Data assimilation (DA), as an indispensable component within contemporary Numerical Weather Prediction (NWP) systems, plays a crucial role in generating the analysis that significantly impacts forecast performance. Nevertheless, developing an efficient DA system poses significant challenges, particularly in establishing intricate relationships between the background field and the vast amount of multi-source observation data within limited operational time windows. Recently, Deep learning-based (DL-based) weather forecast models have shown promise in matching, even surpassing, the leading operational NWP models worldwide. This success motivates the exploration of establishing DL-based DA frameworks. DL models possess multi-modal modeling capabilities, enabling the fusion of multi-source data in the feature space, which is very similar to the process of assimilating multi-source observational data in DA systems. In this study, we introduce FuXi-DA, a generalized DL-based DA framework for assimilating satellite observations. By assimilating data from Advanced Geosynchronous Radiation Imager aboard Fengyun-4B, FuXi-DA consistently mitigates analysis errors and significantly improves forecast performance. Furthermore, FuXi-DA has been validated against established atmospheric physics, demonstrating its consistency and reliability.

Abstract Image

查看原文本刊更多论文

FuXi-DA：用于同化卫星观测数据的广义深度学习数据同化框架

数据同化（DA）作为当代数值天气预报（NWP）系统中不可或缺的组成部分，在产生对预报性能有重大影响的分析中起着至关重要的作用。然而，开发一个高效的数据分析系统面临着巨大的挑战，特别是在有限的操作时间窗口内建立背景场和大量多源观测数据之间的复杂关系。最近，基于深度学习（dl）的天气预报模型显示出与全球领先的NWP模型相匹配甚至超越的前景。这一成功激发了建立基于dl的数据处理框架的探索。深度学习模型具有多模态建模能力，能够在特征空间中融合多源数据，这与数据分析系统中同化多源观测数据的过程非常相似。在本研究中，我们引入了一种基于dl的广义数据处理框架——复西数据处理。通过吸收“风云四号”先进同步辐射成像仪的数据，“福西- da”持续减少分析误差，显著提高预报效果。此外，根据已建立的大气物理进行了验证，证明了它的一致性和可靠性。
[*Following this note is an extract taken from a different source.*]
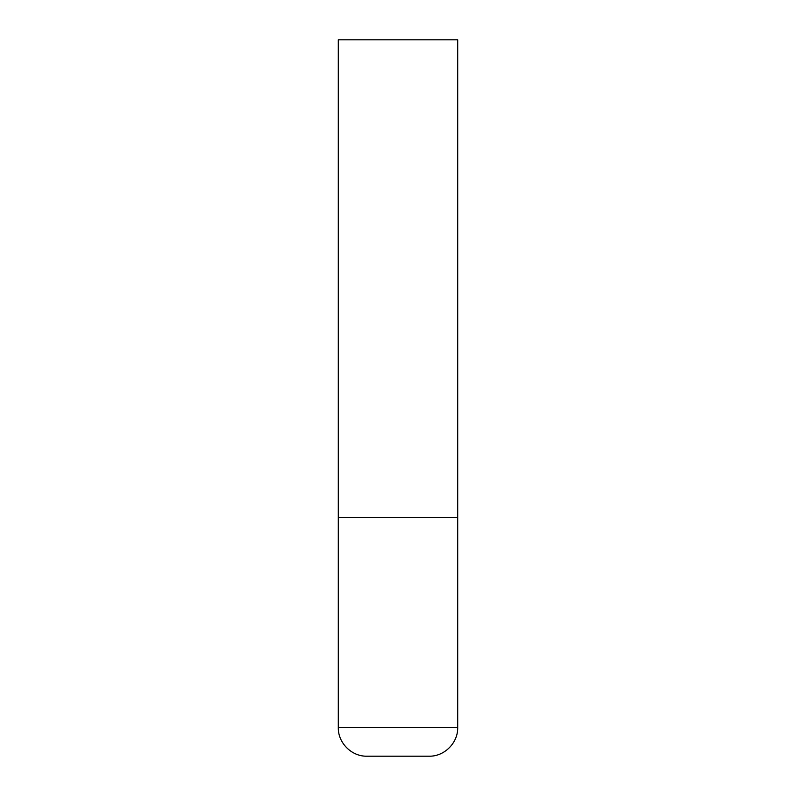 <?xml version="1.0" encoding="UTF-8"?>
<svg xmlns="http://www.w3.org/2000/svg" width="796" height="796" viewBox="0 0 796 796"><rect width="100%" height="100%" fill="white"/><g stroke="black" fill="none" stroke-linecap="round" stroke-linejoin="round"><path stroke-width="1.19" d="M457.7 727.544L457.7 517.4L338.3 517.4L457.7 517.4L457.7 39.8L338.3 39.8L338.3 727.544C337.902 742.857 351.643 756.598 366.956 756.2L429.044 756.2C444.357 756.598 458.098 742.857 457.7 727.544L338.3 727.544"/></g></svg>
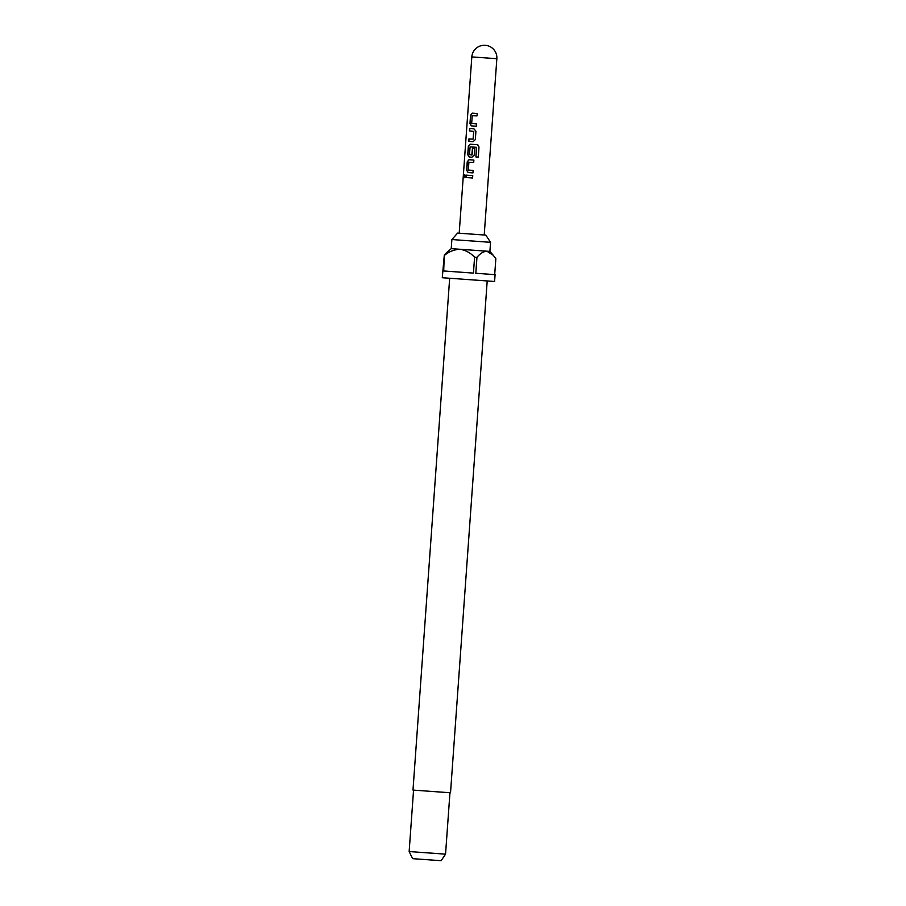 <?xml version="1.0" encoding="UTF-8"?>
<svg xmlns="http://www.w3.org/2000/svg" width="906" height="906" viewBox="0 0 906 906"><rect width="100%" height="100%" fill="white"/><g stroke="black" fill="none" stroke-linecap="round" stroke-linejoin="round"><path stroke-width="1.36" d="M464.869 174.756L464.665 177.689M465.412 176.262L464.767 174.733L464.065 176.172L464.552 177.689L465.412 176.262M472.434 113.148L470.735 115.266L470.135 123.624L471.516 125.968M469.036 138.992L468.866 141.381M469.784 128.561L469.614 130.951M470.214 144.201L468.504 146.319L467.915 154.677L469.297 157.021M472.57 148.131L472.083 154.915L469.433 154.733L470.123 146.851L476.431 147.304L475.899 156.931L478.289 157.1L479.002 147.066L478.085 145.096L476.941 144.677L470.067 144.19L468.334 146.308L467.734 154.666L469.149 157.01L471.969 157.214L474.223 155.13L474.71 148.278L472.468 148.12L471.833 155.062M469.104 159.728L467.394 161.846L466.794 170.203L468.175 172.548M466.443 175.141L466.273 177.531M473.623 113.239L477.202 113.488L477.032 115.877L472.23 115.696L471.675 123.42L476.454 123.918L476.284 126.308L471.369 125.957L469.965 123.612L470.565 115.255L472.286 113.137L473.623 113.239M472.513 128.754L473.997 128.867L475.933 131.245L475.333 139.603L473.079 141.687L468.685 141.37L468.855 138.98L473.113 139.128L473.668 131.404L469.433 130.94L469.602 128.55L472.513 128.754M470.293 159.807L473.872 160.068L473.702 162.457L468.889 162.276L468.334 170L473.125 170.498L472.955 172.887L468.04 172.536L466.624 170.192L467.224 161.834L468.957 159.716L470.293 159.807M469.172 175.334L472.751 175.594L472.581 177.984L466.092 177.519L466.273 175.13L469.172 175.334M451.879 239.546L457.587 233.091L485.809 235.118L490.542 242.321L451.879 239.546L451.222 248.64L447.405 251.959M449.67 278.255L412.989 790.089L450.52 792.784L487.202 280.951M445.548 854.154L441.12 860.7L412.604 858.662L409.15 851.549L445.548 854.154L449.954 792.739M490.542 242.321L489.897 251.415L451.222 248.64M454.427 278.595L494.597 281.483L495.084 274.654L475.809 273.272L476.952 257.349L474.585 257.179L473.442 273.102L443.691 270.973L444.302 255.005L442.275 277.734L454.427 278.595M494.699 274.631L495.842 258.708L493.204 255.232L486.884 251.2C483.34 251.506 480.033 253.555 476.952 257.349M447.405 251.947L444.302 255.005M444.835 255.05C449.557 251.347 454.676 249.433 460.203 249.286C465.673 250.237 470.474 252.865 474.585 257.179M478.266 157.1L479.002 147.066L477.417 144.767M476.601 147.485L475.922 156.931M473.77 131.415L473.113 139.128M484.212 235.005L496.85 58.709L477.632 57.327L471.822 56.919L459.195 233.216M409.15 851.549L413.555 790.134M489.897 251.415L493.204 255.232M496.85 58.709A12.548 12.548 0 0 0 485.231 45.3A12.548 12.548 0 0 0 471.822 56.919"/></g></svg>

本文章由计算机程序翻译，如有差异，请以英文原文为准。

求助全文

约1分钟内获得全文求助全文

来源期刊

npj Climate and Atmospheric Science Earth and Planetary Sciences-Atmospheric Science

CiteScore

8.80

自引率

3.30%

发文量

审稿时长

21 weeks

期刊介绍： npj Climate and Atmospheric Science is an open-access journal encompassing the relevant physical, chemical, and biological aspects of atmospheric and climate science. The journal places particular emphasis on regional studies that unveil new insights into specific localities, including examinations of local atmospheric composition, such as aerosols. The range of topics covered by the journal includes climate dynamics, climate variability, weather and climate prediction, climate change, ocean dynamics, weather extremes, air pollution, atmospheric chemistry (including aerosols), the hydrological cycle, and atmosphere–ocean and atmosphere–land interactions. The journal welcomes studies employing a diverse array of methods, including numerical and statistical modeling, the development and application of in situ observational techniques, remote sensing, and the development or evaluation of new reanalyses.